══ SUPPLIED MATERIAL ══
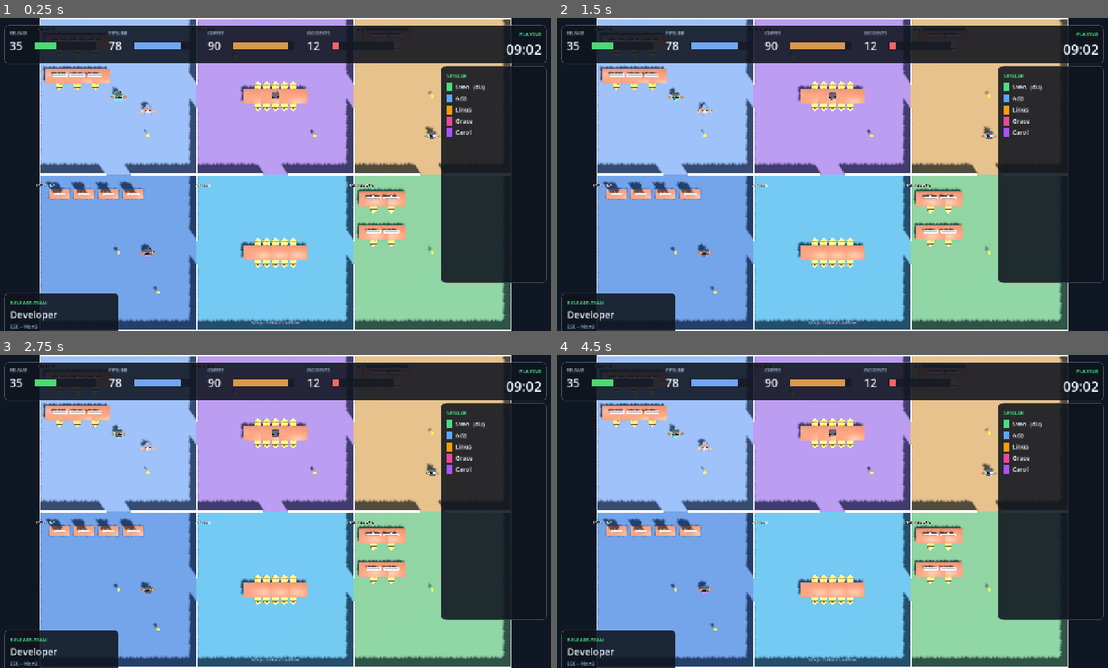
Above: before the commit, frames 1-4 (two rows, left to right).
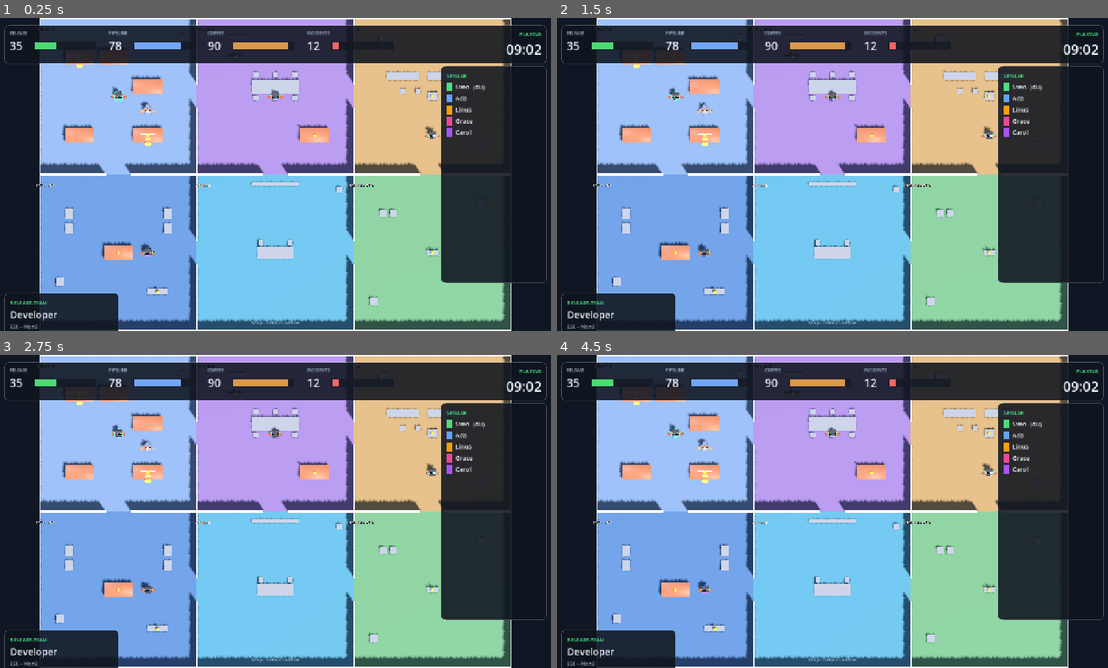
Above: after the commit, the same moments.

Repository: rausch-tech/merge-commit-mayhem
Game: Godot game, scene res://scenes/demo_world.tscn
Same seed, same stepped clock (60 frames per second), same inputs: the game is played once before the commit and once after it. This scene is started directly instead of the project's main scene.
Inputs:
- Up to frame 1 (0.25 s): no input
- Up to frame 2 (1.5 s): tap Enter at 0.5 s; hold D 0.53-1.28 s; hold S from 1.28 s (still down)
- Up to frame 3 (2.75 s): release S at 2.03 s; hold D from 2.03 s (still down)
- Up to frame 4 (4.5 s): release D at 2.78 s; hold W 2.78-3.53 s; hold A from 3.53 s (still down)

The runs differ from the first frame. In frame 1, 7.2% of the frame differs, in the area x 7-81%, y 14-93%; in frame 2, 7.2%; in frame 3, 7.2%; in frame 4, 7.2%.

Commit message:
feat(godot-3d): render mapObjects from map JSON instead of room heuristics
Map-Builder rendert die Tier-4-Props (mapObjects[]) jetzt als 3D-Meshes
basierend auf object.kind. Drei Kinds haben echte KayKit-Assets registriert
(desk, chair_desk, monitor); die restlichen 13 Kinds aus default.json
fallen auf eine graue Fallback-Box mit Kind-Label zurueck, damit auf einen
Blick sichtbar ist, welche Assets noch fehlen.

Drop: _decorate_rooms() + _place_desk_row() + _place_meeting_table() +
_place_server_racks() — Heuristiken pro Room-Id waren ein Hack-
Provisorium solange die Maps keine Props hatten. Jetzt ist das Map-JSON
die Wahrheit (Editor-Output, server-side validated).

Visual-Verify mit aerial render default.json: 44 Props sichtbar verteilt
auf alle 6 Raeume — vorher waren nur die hardcoded Desk-Reihen pro Room
sichtbar (open_space hatte 6 Desks aus _decorate_rooms statt der 7
echten Props aus der JSON).

object.x/y wird als CENTER interpretiert (per docs/maps.md), Position
ueber Protocol.server_to_world; rotation 0/90/180/270 wird auf die
Y-Achse des holder-Nodes angewendet. Server-side blocks_movement-AABB-
Swap macht fuer die Visualisierung nichts, da wir das Mesh selbst
rotieren.

Out-of-scope (Asset-Pipeline-Slice 4.0.x):
- 13 fehlende KayKit-Assets in KIND_ASSETS-Dict registrieren:
  chair_meeting, server_rack, plant_cactus, crate, meeting_table,
  presentation_screen, kitchen_counter, chair_stool, cabinet,
  coffee_machine, fridge, monitoring_panel, old_workstation

Parse-check: 12/12 GDScripts OK.

Co-Authored-By: Claude Opus 4.7 (1M context) <noreply@anthropic.com>

Diff:
--- a/godot-3d/scripts/map_builder.gd
+++ b/godot-3d/scripts/map_builder.gd
@@ -11,17 +11,32 @@
 #   Walls/<segment_n>    — extruded box-mesh per wall segment (between doors)
 #   SpawnPoints/<i>      — invisible Marker3D per spawn (used by world.gd)
 #   TaskAnchors/<task_id>— invisible Marker3D per task anchor
-#   Furniture            — placed Office decor (KayKit Bits)
+#   MapObjects/<kind_n>  — Tier-4 props (desks, chairs, monitors, …) gerendert
+#                          aus map.mapObjects[]. Kinds mit echten KayKit-Assets
+#                          → instanced asset; sonst → Fallback-Box mit Kind-
+#                          Label (sieht hässlich aus, aber zeigt klar wo Assets
+#                          fehlen — Asset-Pipeline ist Tier 4.0.x).
 
 const WALL_HEIGHT: float = 2.6
 const WALL_THICKNESS: float = 0.12
 const FLOOR_THICKNESS: float = 0.05
 const WORLD_SCALE: float = Protocol.WORLD_SCALE
 
-# Asset references — shared furniture pool used to decorate rooms heuristically.
-const DESK_SCENE: PackedScene = preload("res://assets/furniture/desk.gltf")
-const CHAIR_SCENE: PackedScene = preload("res://assets/furniture/chair_desk_A.gltf")
-const MONITOR_SCENE: PackedScene = preload("res://assets/furniture/monitor.gltf")
+# kind → PackedScene mapping. Kinds, die hier nicht aufgelistet sind, fallen
+# auf einen grauen Fallback-Box mit Kind-Label zurück (siehe _make_map_object).
+# Wenn neue Assets dazukommen: hier registrieren, Eintrag aus `docs/maps.md`
+# Kind-Catalogue als Wahrheits-Source nutzen.
+const KIND_ASSETS: Dictionary = {
+	"desk":       preload("res://assets/furniture/desk.gltf"),
+	"chair_desk": preload("res://assets/furniture/chair_desk_A.gltf"),
+	"monitor":    preload("res://assets/furniture/monitor.gltf"),
+}
+
+# Fallback-Box-Farbe + Höhe für Kinds ohne Asset. Höhe ist absichtlich klein
+# damit er nicht visuell mit Wänden konkurriert.
+const COLOR_PROP_FALLBACK: Color = Color(0.55, 0.55, 0.58)
+const PROP_FALLBACK_HEIGHT: float = 0.6
+const PROP_LABEL_HEIGHT: float = 0.95
 
 # Visual tone per room id — falls back to room.color from JSON.
 const ROOM_TINT_OVERRIDE: Dictionary = {
@@ -99,10 +114,10 @@
 		diamond.position.y = 1.2
 		marker.add_child(diamond)
 
-	var furniture := Node3D.new()
-	furniture.name = "Furniture"
-	root.add_child(furniture)
-	_decorate_rooms(furniture, map.get("rooms", []))
+	var props := Node3D.new()
+	props.name = "MapObjects"
+	root.add_child(props)
+	_build_map_objects(props, map.get("mapObjects", []))
 
 	return root
 
@@ -381,76 +396,74 @@
 		parent.add_child(wall)
 		idx += 1
 
-# -- Furniture decoration ---------------------------------------------------
-
-static func _decorate_rooms(parent: Node3D, rooms: Array) -> void:
-	for room in rooms:
-		var room_id := str(room.get("id", ""))
-		var rx: float = float(room.get("x", 0))
-		var ry: float = float(room.get("y", 0))
-		var rw: float = float(room.get("width", 0))
-		var rh: float = float(room.get("height", 0))
-		var cx: float = rx + rw * 0.5
-		var cz: float = ry + rh * 0.5
-		match room_id:
-			"open_space":
-				_place_desk_row(parent, rx + 200, ry + 250, 3, 0)
-				_place_desk_row(parent, rx + 200, ry + 600, 3, 0)
-			"meeting_room":
-				_place_meeting_table(parent, cx, cz)
-			"server_room":
-				_place_server_racks(parent, rx, ry, rw, rh)
-			"war_room":
-				_place_meeting_table(parent, cx, cz)
-			"kitchen":
-				_place_desk_row(parent, rx + 250, ry + 200, 2, 0)
-			"legacy_basement":
-				_place_desk_row(parent, rx + 200, ry + 250, 2, 0)
-				_place_desk_row(parent, rx + 200, ry + 600, 2, 0)
-			_:
-				pass
-
-static func _place_desk_row(parent: Node3D, start_x: float, start_z: float, count: int, _rotation: float) -> void:
-	var spacing_world: float = 1.8
-	for i in count:
-		var pos_world := Protocol.server_to_world(start_x, start_z)
-		pos_world.x += i * spacing_world
-		var desk := DESK_SCENE.instantiate() as Node3D
-		desk.position = pos_world
-		parent.add_child(desk)
-		var monitor := MONITOR_SCENE.instantiate() as Node3D
-		monitor.position = pos_world + Vector3(0, 0.78, -0.25)
-		parent.add_child(monitor)
-		var chair := CHAIR_SCENE.instantiate() as Node3D
-		chair.position = pos_world + Vector3(0, 0, 0.9)
-		chair.rotation.y = PI
-		parent.add_child(chair)
-
-static func _place_meeting_table(parent: Node3D, server_x: float, server_z: float) -> void:
-	var table_pos := Protocol.server_to_world(server_x, server_z)
-	# Use desk as a long table proxy; KayKit doesn't ship a dedicated meeting table here.
-	for i in range(-1, 2):
-		var t := DESK_SCENE.instantiate() as Node3D
-		t.position = table_pos + Vector3(i * 1.8, 0, 0)
-		parent.add_child(t)
-	for i in range(-2, 3):
-		var c := CHAIR_SCENE.instantiate() as Node3D
-		c.position = table_pos + Vector3(i * 0.9, 0, 1.0)
-		c.rotation.y = PI
-		parent.add_child(c)
-		var c2 := CHAIR_SCENE.instantiate() as Node3D
-		c2.position = table_pos + Vector3(i * 0.9, 0, -1.0)
-		parent.add_child(c2)
-
-static func _place_server_racks(parent: Node3D, rx: float, ry: float, rw: float, rh: float) -> void:
-	# Stack monitors as makeshift "server racks" along the room edges.
-	for i in 4:
-		var pos_world := Protocol.server_to_world(rx + 200 + i * 250.0, ry + 200)
-		var rack := MONITOR_SCENE.instantiate() as Node3D
-		rack.position = pos_world + Vector3(0, 1.2, 0)
-		rack.scale = Vector3(0.8, 1.6, 0.8)
-		parent.add_child(rack)
-		var stand := DESK_SCENE.instantiate() as Node3D
-		stand.position = pos_world
-		stand.scale = Vector3(0.7, 0.5, 0.7)
-		parent.add_child(stand)
+# -- MapObjects rendering ----------------------------------------------------
+#
+# Map-JSON ist single source of truth für alle Furniture/Props (jeder Eintrag
+# in mapObjects[] = ein 3D-Objekt). Heuristische Furniture-Platzierung pro
+# Room-Id (vor Slice A1) ist gedroppt — Map-Editor und Schema beschreiben
+# jetzt vollständig was wo steht.
+#
+# object.x/y ist CENTER (nicht top-left). object.rotation ∈ {0, 90, 180, 270}
+# rotiert das Mesh um die Y-Achse. Die object.width/height beziehen sich auf
+# die UN-rotierte Form — Rotation 90/270 swapped den AABB-Footprint, aber
+# da wir das Mesh selbst rotieren, brauchen wir den Swap visuell nicht.
+# (Server-side Collision macht das Swap für blocks_movement, siehe
+# game_map.map_object_aabb().)
+
+static func _build_map_objects(parent: Node3D, map_objects: Array) -> void:
+	for i in map_objects.size():
+		var obj: Dictionary = map_objects[i]
+		var kind := str(obj.get("kind", ""))
+		var node := _make_map_object(kind, obj)
+		node.name = "%s_%d" % [kind if kind != "" else "obj", i]
+		parent.add_child(node)
+
+static func _make_map_object(kind: String, obj: Dictionary) -> Node3D:
+	var holder := Node3D.new()
+	var ox: float = float(obj.get("x", 0))
+	var oy: float = float(obj.get("y", 0))
+	var rot_deg: int = int(obj.get("rotation", 0))
+
+	holder.position = Protocol.server_to_world(ox, oy)
+	holder.rotation.y = deg_to_rad(float(rot_deg))
+
+	if KIND_ASSETS.has(kind):
+		var asset := (KIND_ASSETS[kind] as PackedScene).instantiate() as Node3D
+		holder.add_child(asset)
+	else:
+		holder.add_child(_make_fallback_prop(kind, obj))
+
+	return holder
+
+# Fallback-Visual für Kinds ohne registriertes Asset: graue Box mit Kind-Label.
+# Bewusst hässlich, damit man auf einen Blick sieht, welche Assets noch
+# fehlen. Lange Liste pro Map = Asset-Pipeline-Slice ist überfällig.
+static func _make_fallback_prop(kind: String, obj: Dictionary) -> Node3D:
+	var holder := Node3D.new()
+	var ow: float = float(obj.get("width", 0))
+	var oh: float = float(obj.get("height", 0))
+
+	var box := MeshInstance3D.new()
+	var mesh := BoxMesh.new()
+	mesh.size = Vector3(ow * WORLD_SCALE, PROP_FALLBACK_HEIGHT, oh * WORLD_SCALE)
+	box.mesh = mesh
+	box.position.y = PROP_FALLBACK_HEIGHT * 0.5
+
+	var mat := StandardMaterial3D.new()
+	mat.albedo_color = COLOR_PROP_FALLBACK
+	mat.metallic = 0.05
+	mat.roughness = 0.85
+	box.material_override = mat
+	holder.add_child(box)
+
+	if kind != "":
+		var label := Label3D.new()
+		label.text = kind
+		label.position.y = PROP_LABEL_HEIGHT
+		label.font_size = 28
+		label.outline_size = 4
+		label.modulate = Color(1.0, 1.0, 1.0, 0.85)
+		label.no_depth_test = true
+		holder.add_child(label)
+
+	return holder
═══
◆ EXERCISE DETAILS
Within the data above, the lines from the one with "coffee_machine, fridge, monitoring_panel, old_workstation" to the one with "mit echten KayKit-Assets" must be repeated exactly; no other line belongs in the answer.

◆ ANSWER TO THIS TASK
  coffee_machine, fridge, monitoring_panel, old_workstation

Parse-check: 12/12 GDScripts OK.

Co-Authored-By: Claude Opus 4.7 (1M context) <noreply@anthropic.com>

Diff:
--- a/godot-3d/scripts/map_builder.gd
+++ b/godot-3d/scripts/map_builder.gd
@@ -11,17 +11,32 @@
 #   Walls/<segment_n>    — extruded box-mesh per wall segment (between doors)
 #   SpawnPoints/<i>      — invisible Marker3D per spawn (used by world.gd)
 #   TaskAnchors/<task_id>— invisible Marker3D per task anchor
-#   Furniture            — placed Office decor (KayKit Bits)
+#   MapObjects/<kind_n>  — Tier-4 props (desks, chairs, monitors, …) gerendert
+#                          aus map.mapObjects[]. Kinds mit echten KayKit-Assets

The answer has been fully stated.